If an Operator installation fails due to lack of permissions, identify the errors using the following procedure.

Procedure

  1. Review the Subscription object. Its status has an object reference installPlanRef that points to the InstallPlan object that attempted to create the necessary [Cluster]Role[Binding] object(s) for the Operator:

    1. apiVersion: operators.coreos.com/v1
    2. kind: Subscription
    3. metadata:
    4. name: etcd
    5. namespace: scoped
    6. status:
    7. installPlanRef:
    8. apiVersion: operators.coreos.com/v1
    9. kind: InstallPlan
    10. name: install-4plp8
    11. namespace: scoped
    12. resourceVersion: "117359"
    13. uid: 2c1df80e-afea-11e9-bce3-5254009c9c23
  2. Check the status of the InstallPlan object for any errors:

    1. apiVersion: operators.coreos.com/v1
    2. kind: InstallPlan
    3. status:
    4. conditions:
    5. - lastTransitionTime: "2019-07-26T21:13:10Z"
    6. lastUpdateTime: "2019-07-26T21:13:10Z"
    7. message: 'error creating clusterrole etcdoperator.v0.9.4-clusterwide-dsfx4: clusterroles.rbac.authorization.k8s.io
    8. is forbidden: User "system:serviceaccount:scoped:scoped" cannot create resource
    9. "clusterroles" in API group "rbac.authorization.k8s.io" at the cluster scope'
    10. reason: InstallComponentFailed
    11. status: "False"
    12. type: Installed
    13. phase: Failed

    The error message tells you:

    • The type of resource it failed to create, including the API group of the resource. In this case, it was clusterroles in the rbac.authorization.k8s.io group.
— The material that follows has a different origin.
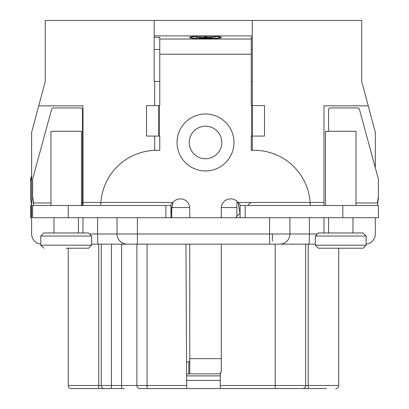<?xml version="1.0" encoding="UTF-8"?>
<svg xmlns="http://www.w3.org/2000/svg" width="409" height="409" viewBox="0 0 409 409"><rect width="100%" height="100%" fill="white"/><g stroke="black" fill="none" stroke-linecap="round" stroke-linejoin="round"><path stroke-width="0.61" d="M40.788 244.107A10.169 10.169 0 0 1 31.636 233.989L31.636 132.301L45.261 81.463L45.261 20.45L361.709 20.45L361.709 81.463L375.329 132.301L375.329 167.828M154.674 105.573L154.674 81.463L154.167 81.463L159.761 81.463M251.274 81.463L252.292 81.463M375.329 217.721L375.329 233.989A10.169 10.169 0 0 1 366.178 244.107M124.474 388.55L98.748 388.55L98.748 244.158L127.219 244.158L91.631 244.158M315.339 244.158L127.219 244.158A10.169 10.169 0 0 1 117.051 233.989L117.051 217.721M313.81 244.158A10.169 10.169 0 0 0 315.339 244.04A10.169 10.169 0 0 1 313.81 244.158L269.577 244.158L269.577 217.721M93.155 244.158A10.169 10.169 0 0 1 91.631 244.04M189.756 217.721L189.756 208.273A9.407 9.407 0 0 0 172.951 202.465L170.942 204.73L170.942 205.517L32.654 205.517L32.654 217.721L378.381 217.721L378.381 205.517L240.088 205.517L240.088 204.735L238.084 202.465A9.407 9.407 0 0 0 221.279 208.273L221.279 217.721M323.979 232.972L323.979 217.721M189.249 142.47A16.268 16.268 0 0 0 205.517 158.743A16.268 16.268 0 0 0 221.785 142.47A16.268 16.268 0 0 0 205.517 126.202A16.268 16.268 0 0 0 189.249 142.47A16.268 16.268 0 0 0 205.517 158.743A16.268 16.268 0 0 0 221.785 142.47M221.279 244.158L221.279 372.394L220.344 372.394L220.262 388.55L139.929 388.55A3.052 3.052 0 0 1 136.877 385.498L68.242 385.498L68.242 248.222M186.632 374.261L188.82 373.846L189.756 372.814L189.756 244.158M100.783 205.517L100.911 202.465A55.926 55.926 0 0 1 156.708 150.313L159.761 150.313L159.761 136.079L158.743 136.079L158.743 105.573L146.54 105.573L146.54 136.079L158.743 136.079M158.743 105.573L159.761 105.573L159.761 37.311L154.167 37.311M252.292 37.311L251.274 37.311L251.274 105.573L252.292 105.573L252.292 136.079L264.495 136.079L264.495 105.573L252.292 105.573L252.292 20.45M252.292 150.313L252.292 136.079L251.274 136.079L251.274 150.313L254.326 150.313A55.926 55.926 0 0 1 310.124 202.465L310.252 205.517M240.088 213.8L238.084 202.465L236.867 202.465L236.867 216.366L235.512 217.721L240.078 213.15L236.867 216.366M240.088 217.721L240.088 205.517M310.201 205.517L310.124 202.465L238.084 202.465M159.761 49.463L154.167 49.463M252.292 49.463L251.274 49.463M154.167 35.89L252.292 35.89M221.53 37.444A16.017 1.396 0 0 0 205.517 36.048A16.017 1.396 0 0 0 189.5 37.444A16.017 1.396 0 0 0 205.517 38.84A16.017 1.396 0 0 0 221.53 37.444M33.477 204.986L33.477 202.971A61.013 60.174 -0 0 0 32.654 196.806L32.654 198.82A61.013 60.174 180 0 1 33.477 204.986L33.497 205.512M50.956 202.971L33.477 202.971L33.472 205.517M32.654 196.806L32.654 179.055L51.57 109.428A2.035 2.004 180 0 1 53.533 107.94L80.445 107.94A2.035 2.004 180 0 1 82.48 109.949L82.48 205.517M170.942 205.517L170.942 217.721M38.717 105.865L82.986 105.865L82.986 202.465L172.951 202.465L170.942 213.8M189.756 361.484L186.565 362.113M220.328 375.881L186.637 375.881M220.339 373.846L188.82 373.846L188.82 361.689M186.703 388.55L185.947 244.158M186.662 380.416L220.303 380.416M80.445 388.55L71.294 388.55A3.052 3.052 0 0 1 68.242 385.498A3.052 3.052 0 0 0 71.294 388.55L98.748 388.55M326.52 388.55L220.262 388.55M308.217 388.55L275.17 388.55L308.217 388.55L308.217 385.498L220.277 385.498M314.337 388.55L315.38 388.55M272.374 233.989L272.374 241.106M340.758 248.222L318.386 248.222L363.131 248.222L366.178 245.175L366.178 236.024L315.339 236.024L318.386 232.972L363.131 232.972L366.178 236.024M30.619 217.721L31.437 217.721L31.437 205.517L30.619 205.517L30.619 217.721M31.636 217.721L31.442 204.986A61.013 60.174 180 0 0 30.619 198.82L30.619 181.069L31.636 177.327M66.207 248.222L88.579 248.222L91.631 245.175L91.631 236.024L40.788 236.024L43.84 232.972L88.579 232.972L91.631 236.024M154.167 81.463L154.167 20.45M323.979 205.517L323.979 105.865L368.248 105.865M154.674 136.079L154.674 150.354M250.768 202.465L247.716 205.517L250.768 202.465M171.729 207.552L189.73 207.552M221.305 207.552L236.867 207.552M170.942 217.21L171.453 217.721L170.942 217.21M171.729 206.913L171.729 217.721M82.986 205.517L82.986 202.465M82.986 217.721L82.986 232.972M31.636 175.313L30.619 179.055L30.619 181.069M338.601 386.352L338.294 387.057L338.601 386.352M338.238 387.154L337.87 387.62L338.238 387.154M337.819 387.671L337.415 388.003L337.819 387.671M337.364 388.039L336.811 388.33L337.364 388.039M338.724 248.222L338.724 385.498A3.052 3.052 0 0 1 335.671 388.55A3.052 3.052 0 0 0 338.724 385.498L308.217 385.498L308.217 244.158M305.554 386.352L305.247 387.057M305.191 387.154L304.823 387.62M304.771 387.671L304.368 388.003M304.316 388.039L303.764 388.33M303.192 388.499L302.624 388.55A3.052 3.052 0 0 0 305.676 385.498L305.676 244.158M68.364 386.352L68.671 387.057L68.364 386.352M68.732 387.154L69.095 387.62L68.732 387.154M69.147 387.671L69.55 388.003L69.147 387.671M69.602 388.039L70.154 388.33L69.602 388.039M70.726 388.499L71.294 388.55L70.726 388.499M101.412 386.352L101.718 387.057M101.78 387.154L102.148 387.62M102.194 387.671L102.598 388.003M102.649 388.039L103.201 388.33M103.774 388.499L104.341 388.55A3.052 3.052 0 0 1 101.289 385.498L101.289 244.158M136.877 244.158L136.877 385.498A3.052 3.052 0 0 0 139.929 388.55M50.956 205.517L50.956 131.289L81.463 131.289L81.463 205.517M43.84 248.222L40.788 245.175L91.631 245.175M191.029 38.037L191.029 37.444A14.489 1.263 180 0 1 205.517 36.181A14.489 1.263 180 0 1 220.006 37.444A14.489 1.263 180 0 1 205.517 38.707A14.489 1.263 180 0 1 191.029 37.444M220.006 38.037L220.006 37.444M195.937 37.51L204.858 37.377L204.858 36.6L206.387 36.6L206.387 37.377L215.308 37.377L195.937 37.377M212.373 37.95L198.871 37.95L212.373 37.817M209.439 38.395L201.806 38.395L209.439 38.262M328.555 131.289L328.555 109.949A2.035 2.004 180 0 1 330.59 107.94L357.502 107.94A2.035 2.004 180 0 1 359.465 109.428L378.381 179.055L378.381 196.806A61.013 60.174 -0 0 0 377.558 202.971L377.558 204.986A61.013 60.174 180 0 1 378.381 198.82L378.381 196.806M377.563 205.517L377.558 202.971L356.009 202.971M377.538 205.512L377.558 204.986M325.508 205.517L325.508 131.289L356.009 131.289L356.009 205.517M318.386 248.222L315.339 245.175L366.178 245.175M269.577 244.158L279.746 244.158A10.169 10.169 0 0 0 289.915 233.989L289.915 217.721M127.219 244.158A10.169 10.169 0 0 1 117.051 233.989L89.597 233.989M98.022 244.158A10.169 0.435 -90 0 1 97.587 233.989L97.587 217.721M317.369 233.989L137.388 233.989L137.388 217.721M308.943 244.158A10.169 0.435 -90 0 0 309.383 233.989L309.383 217.721M279.746 244.158A10.169 10.169 0 0 0 289.915 233.989M177.046 142.47A28.472 28.472 0 0 0 205.517 170.942A28.472 28.472 0 0 0 233.989 142.47A28.472 28.472 0 0 0 205.517 113.999A28.472 28.472 0 0 0 177.046 142.47M189.756 358.652L221.279 358.652M159.249 105.573L159.249 136.079M251.274 54.223L159.761 54.223M251.786 136.079L251.786 105.573M245.175 205.517L245.175 217.721M342.793 217.721L342.793 205.517M159.761 39.029L251.274 39.029M68.242 205.517L68.242 217.721M165.86 217.721L165.86 205.517M81.463 202.971L82.48 202.971M186.688 385.498L136.877 385.498M147.046 244.158L147.046 388.55M275.17 244.158L275.17 388.55M323.979 202.465L310.124 202.465M302.624 388.55A3.052 3.052 0 0 0 305.676 385.498M104.341 388.55A3.052 3.052 0 0 1 101.289 385.498M111.458 244.158L111.458 388.55M121.626 388.55L121.626 244.158M137.388 244.158L137.388 233.989L117.051 233.989M54.008 232.972L54.008 217.721M78.41 232.972L78.41 217.721M40.788 245.175L40.788 236.024M328.555 232.972L328.555 217.721M352.962 232.972L352.962 217.721M315.339 245.175L315.339 236.024"/></g></svg>

    • The name of the resource.

    • The type of error: is forbidden tells you that the user does not have enough permission to do the operation.

    • The name of the user who attempted to create or update the resource. In this case, it refers to the service account specified in the Operator group.

    • The scope of the operation: cluster scope or not.

      The user can add the missing permission to the service account and then iterate.

      Operator Lifecycle Manager (OLM) does not currently provide the complete list of errors on the first try.